--- START ---

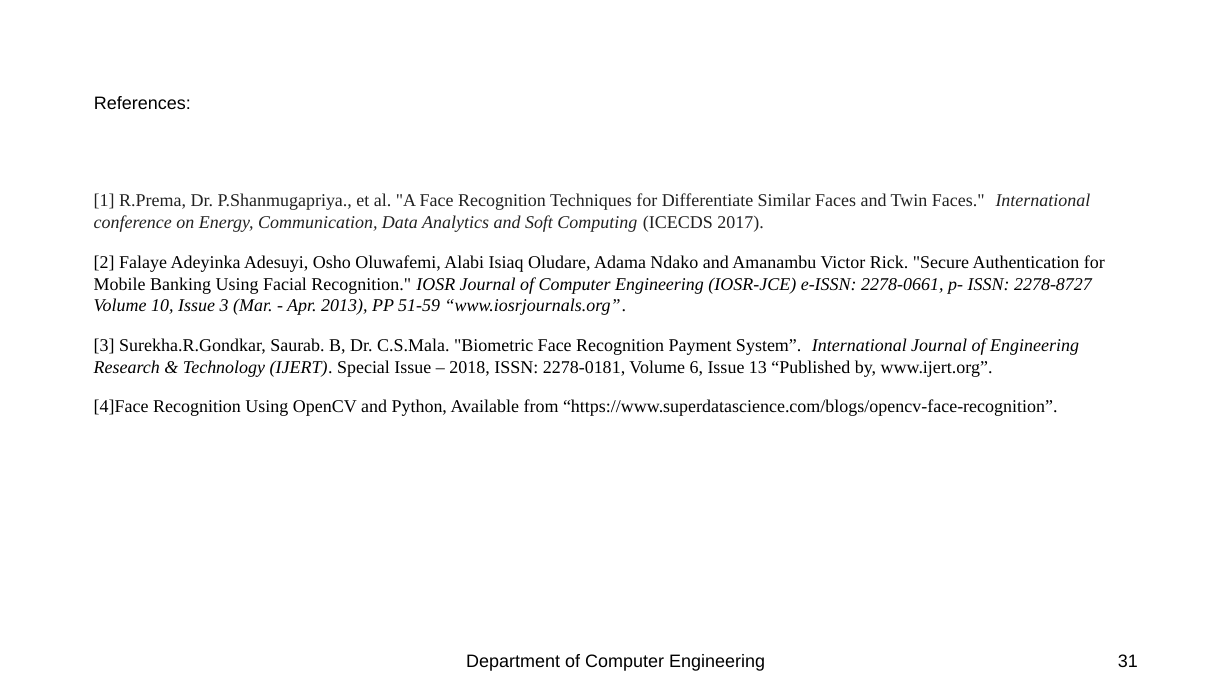
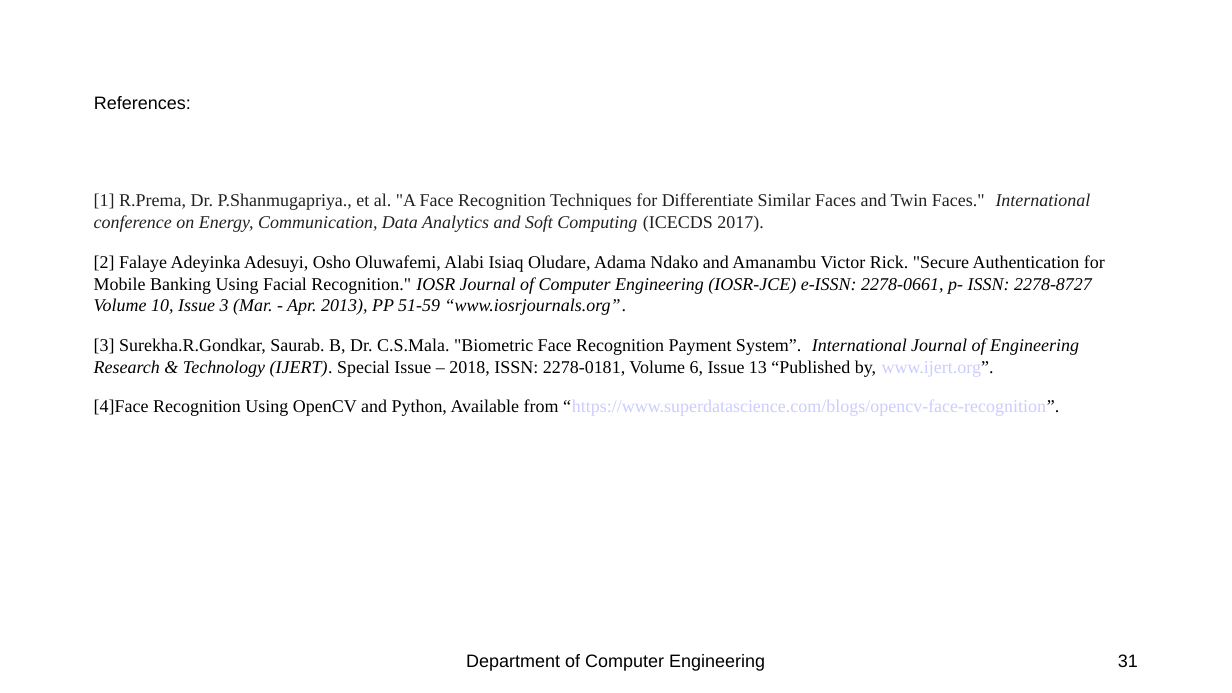
Before and after one commit to krrysis/Project, a slide deck: slide 31 of PPT/whitebookppt.ppt. Drawn at 1232x693 pixels with LibreOffice and Linux fonts; fonts in the diff are those of the drawing; background and template pictures are left out. Boxes give left, top, right and bottom in pixels: in the first picture for what was removed or moved away, otherwise in the second. Text is boxed around its words. In the diff, an @@ line names an element or a change of style, - is before the commit and + after.

```diff
--- a/PPT/whitebookppt.ppt
+++ b/PPT/whitebookppt.ppt
@@ text "[1] R.Prema, Dr. P.Shanmugapriya., et ..." at box(94, 193, 1105, 416): text colour #000000 to #CCCCFF in "www.ijert.org”.", "“https://www.superdatascience.com/blogs/opencv-face-recognit ..." @@
```
Also in this commit, not shown: 4 other slides changed, 3 other files.
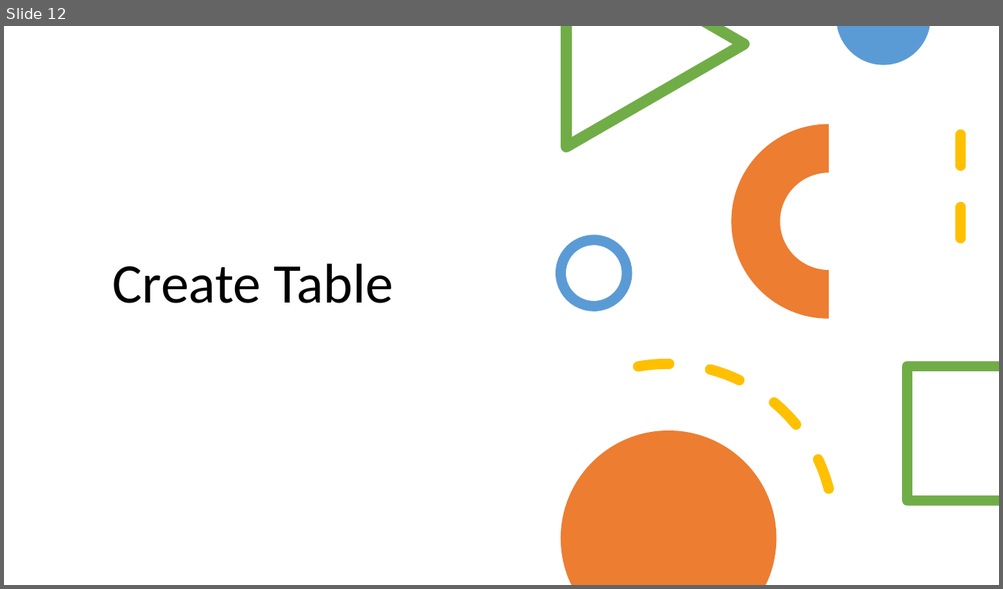
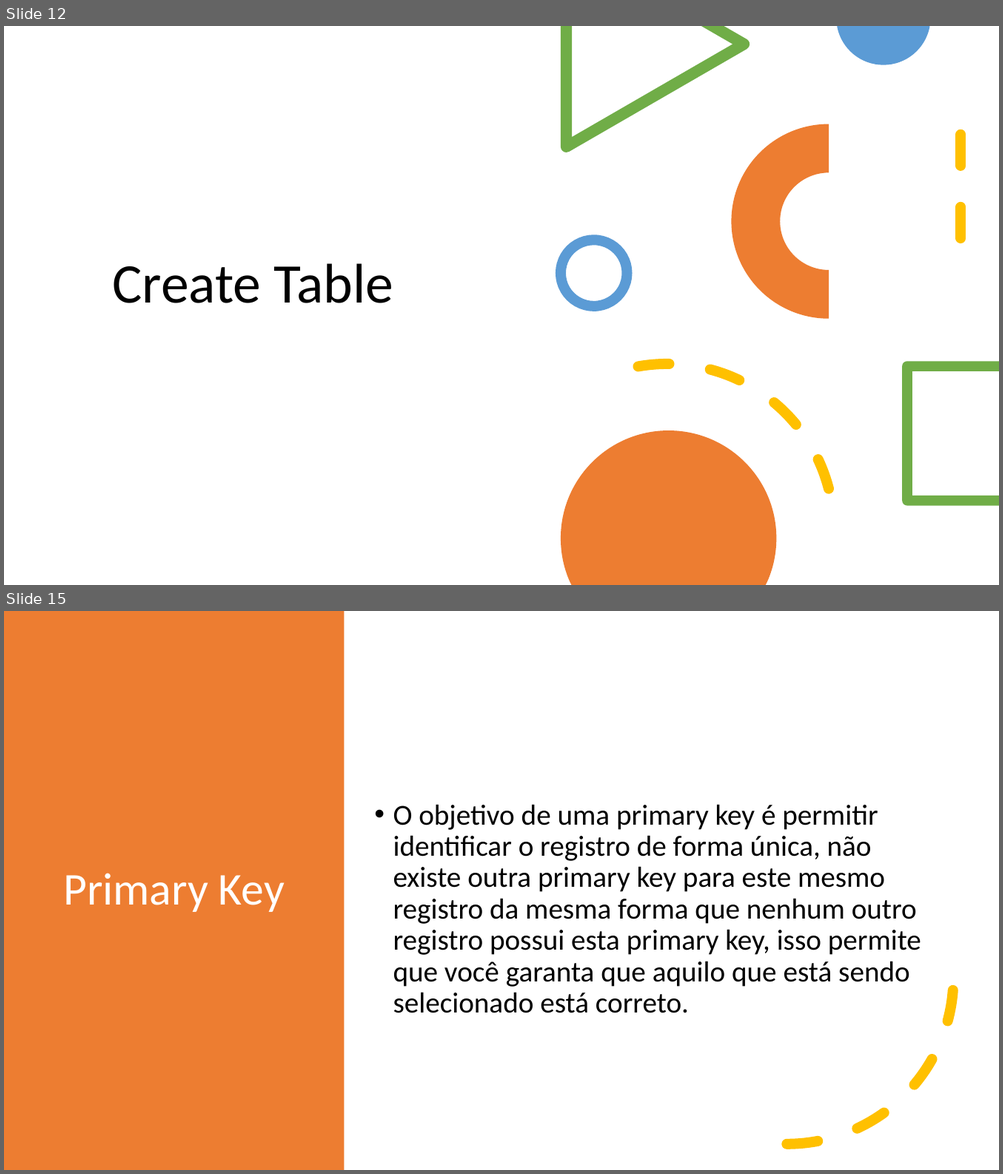
Before and after one commit to jhowjocker/becajava.pptaulasql, a slide deck: PPTSQL.pptx. Shown one above the other, each under a label of ours: slide 12 before the commit, slides 12 and 15 after it; the slides between them are not shown. The pictures are 1003x589 and 1003x1174 pixels, drawn with LibreOffice and Linux fonts; fonts in the diff are those of the drawing. Boxes give left, top, right and bottom in pixels: in the first picture for what was removed or moved away, otherwise in the second. Text is boxed around its words. In the diff, an @@ line names an element or a change of style, - is before the commit and + after.

```diff
--- a/PPTSQL.pptx
+++ b/PPTSQL.pptx
@@ slide 15 added at (4,611,999,1170), background #FFFFFF @@
@@ rectangle added at (4,611,344,1170), fill #ED7D31 @@
@@ text added at (393,804,921,1014), 28 pt, text #000000 @@
+• O objetivo de uma primary key é permitir identificar o registro de forma única, não existe outra primary key para este mesmo registro da mesma forma que nenhum outro registro possui esta primary key, isso permite que você garanta que aquilo que está sendo selecionado está correto.
@@ arc (boxed as its full ellipse) added at (620,812,954,1145), outline #FFC000 10 pt dashed @@
@@ title added at (63,873,284,912), 44 pt, text #FFFFFF @@
+Primary Key
```
Also in this commit, not shown: 1 slide changed, 4 other slides added.
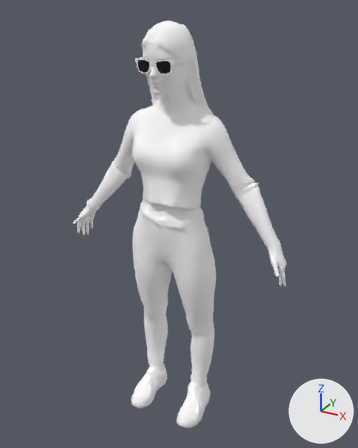
The FBX model Animated Avatars Hololight/Assets/Avatars/AvatarD11/fig0119_5K.fbx, before and after one commit.
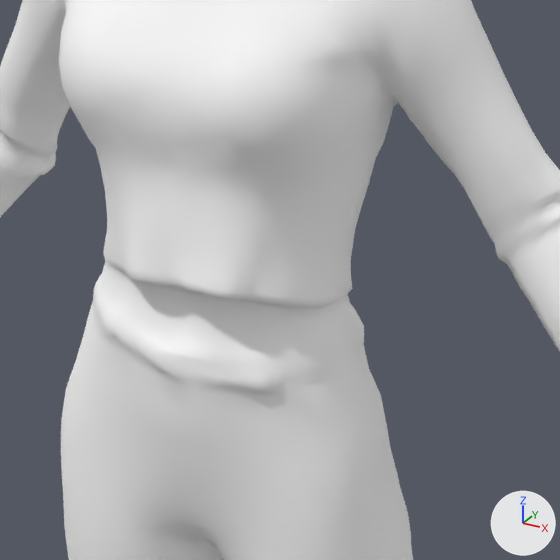
Old and new are each drawn whole from a camera (50 mm lens) standing at (0.898, -1.59, 1.694) and looking at (0.014, 0.018, 0.89) and again close up on the part from 33% to 70% of the width and 31% to 60% of the height. Every picture has the same lights, and +X, +Y and +Z are marked at lower right. Where no turn or scale is listed for an object, it has been applied to the vertices.

Names of what the first close-up shows: 'fig0119_mesh'.
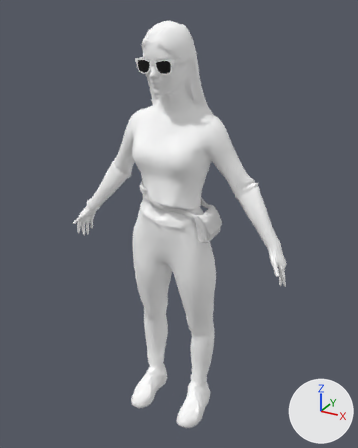
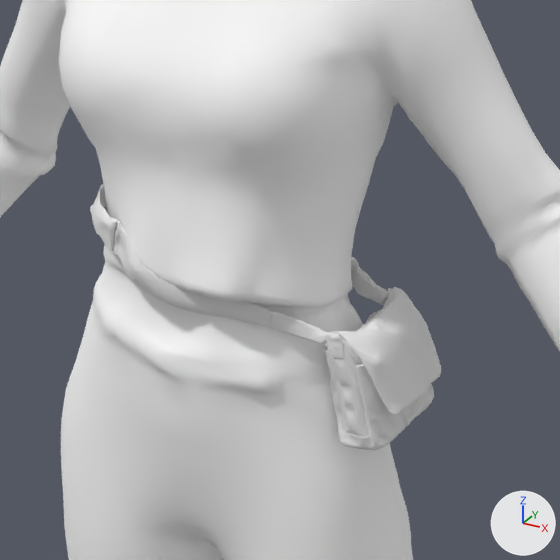
Pixel boxes (x1, y1, x2, y2) of what changed, in the close-ups (560 x 560 px):
'Sling Bag', added
    after: (324, 287, 441, 450)
'Sling Bag.001', added
    after: (90, 184, 388, 346)

What changed in the scene script:
```text
Add mat_m1_001:
    mat_m1_001 = principled_material('m1.001')
    mat_m1_001.base_color = (0.8, 0.8, 0.8)  # white #e7e7e7
    mat_m1_001.roughness = 1.0
Add me_sling_bag_002:
    me_sling_bag_002.from_pydata(...)  # 2373 vertices, 4680 faces; spans x -0.211..0.067, y -0.103..0.089, z -0.039..0.06
    me_sling_bag_002.materials.append(mat_m1_001)  # its picture is missing
Add me_sling_bag_001:
    me_sling_bag_001.from_pydata(...)  # 6943 vertices, 12436 faces; spans x -0.0437..0.0291, y -0.0637..0.0637, z -0.0603..0.0661
    me_sling_bag_001.materials.append(mat_m1_001)  # its picture is missing
Add ob_sling_bag_001:
    ob_sling_bag_001 = bpy.data.objects.new('Sling Bag.001', me_sling_bag_002)
    ob_sling_bag_001.location = (0.085, -0.033, 1.018)
Add ob_sling_bag:
    ob_sling_bag = bpy.data.objects.new('Sling Bag', me_sling_bag_001)
    ob_sling_bag.location = (0.173, -0.031, 0.945)
```

--- END ---

*Task item*
Your answer must be an exact copy of the records, with no pictures in it.

*Exercise result*
Before and after one commit to krrysis/Project, a slide deck: slide 31 of PPT/whitebookppt.ppt. Drawn at 1232x693 pixels with LibreOffice and Linux fonts; fonts in the diff are those of the drawing; background and template pictures are left out. Boxes give left, top, right and bottom in pixels: in the first picture for what was removed or moved away, otherwise in the second. Text is boxed around its words. In the diff, an @@ line names an element or a change of style, - is before the commit and + after.

```diff
--- a/PPT/whitebookppt.ppt
+++ b/PPT/whitebookppt.ppt
@@ text "[1] R.Prema, Dr. P.Shanmugapriya., et ..." at box(94, 193, 1105, 416): text colour #000000 to #CCCCFF in "www.ijert.org”.", "“https://www.superdatascience.com/blogs/opencv-face-recognit ..." @@
```
Also in this commit, not shown: 4 other slides changed, 3 other files.
Before and after one commit to jhowjocker/becajava.pptaulasql, a slide deck: PPTSQL.pptx. Shown one above the other, each under a label of ours: slide 12 before the commit, slides 12 and 15 after it; the slides between them are not shown. The pictures are 1003x589 and 1003x1174 pixels, drawn with LibreOffice and Linux fonts; fonts in the diff are those of the drawing. Boxes give left, top, right and bottom in pixels: in the first picture for what was removed or moved away, otherwise in the second. Text is boxed around its words. In the diff, an @@ line names an element or a change of style, - is before the commit and + after.

```diff
--- a/PPTSQL.pptx
+++ b/PPTSQL.pptx
@@ slide 15 added at (4,611,999,1170), background #FFFFFF @@
@@ rectangle added at (4,611,344,1170), fill #ED7D31 @@
@@ text added at (393,804,921,1014), 28 pt, text #000000 @@
+• O objetivo de uma primary key é permitir identificar o registro de forma única, não existe outra primary key para este mesmo registro da mesma forma que nenhum outro registro possui esta primary key, isso permite que você garanta que aquilo que está sendo selecionado está correto.
@@ arc (boxed as its full ellipse) added at (620,812,954,1145), outline #FFC000 10 pt dashed @@
@@ title added at (63,873,284,912), 44 pt, text #FFFFFF @@
+Primary Key
```
Also in this commit, not shown: 1 slide changed, 4 other slides added.
The FBX model Animated Avatars Hololight/Assets/Avatars/AvatarD11/fig0119_5K.fbx, before and after one commit.
Old and new are each drawn whole from a camera (50 mm lens) standing at (0.898, -1.59, 1.694) and looking at (0.014, 0.018, 0.89) and again close up on the part from 33% to 70% of the width and 31% to 60% of the height. Every picture has the same lights, and +X, +Y and +Z are marked at lower right. Where no turn or scale is listed for an object, it has been applied to the vertices.

Names of what the first close-up shows: 'fig0119_mesh'.
Pixel boxes (x1, y1, x2, y2) of what changed, in the close-ups (560 x 560 px):
'Sling Bag', added
    after: (324, 287, 441, 450)
'Sling Bag.001', added
    after: (90, 184, 388, 346)

What changed in the scene script:
```text
Add mat_m1_001:
    mat_m1_001 = principled_material('m1.001')
    mat_m1_001.base_color = (0.8, 0.8, 0.8)  # white #e7e7e7
    mat_m1_001.roughness = 1.0
Add me_sling_bag_002:
    me_sling_bag_002.from_pydata(...)  # 2373 vertices, 4680 faces; spans x -0.211..0.067, y -0.103..0.089, z -0.039..0.06
    me_sling_bag_002.materials.append(mat_m1_001)  # its picture is missing
Add me_sling_bag_001:
    me_sling_bag_001.from_pydata(...)  # 6943 vertices, 12436 faces; spans x -0.0437..0.0291, y -0.0637..0.0637, z -0.0603..0.0661
    me_sling_bag_001.materials.append(mat_m1_001)  # its picture is missing
Add ob_sling_bag_001:
    ob_sling_bag_001 = bpy.data.objects.new('Sling Bag.001', me_sling_bag_002)
    ob_sling_bag_001.location = (0.085, -0.033, 1.018)
Add ob_sling_bag:
    ob_sling_bag = bpy.data.objects.new('Sling Bag', me_sling_bag_001)
    ob_sling_bag.location = (0.173, -0.031, 0.945)
```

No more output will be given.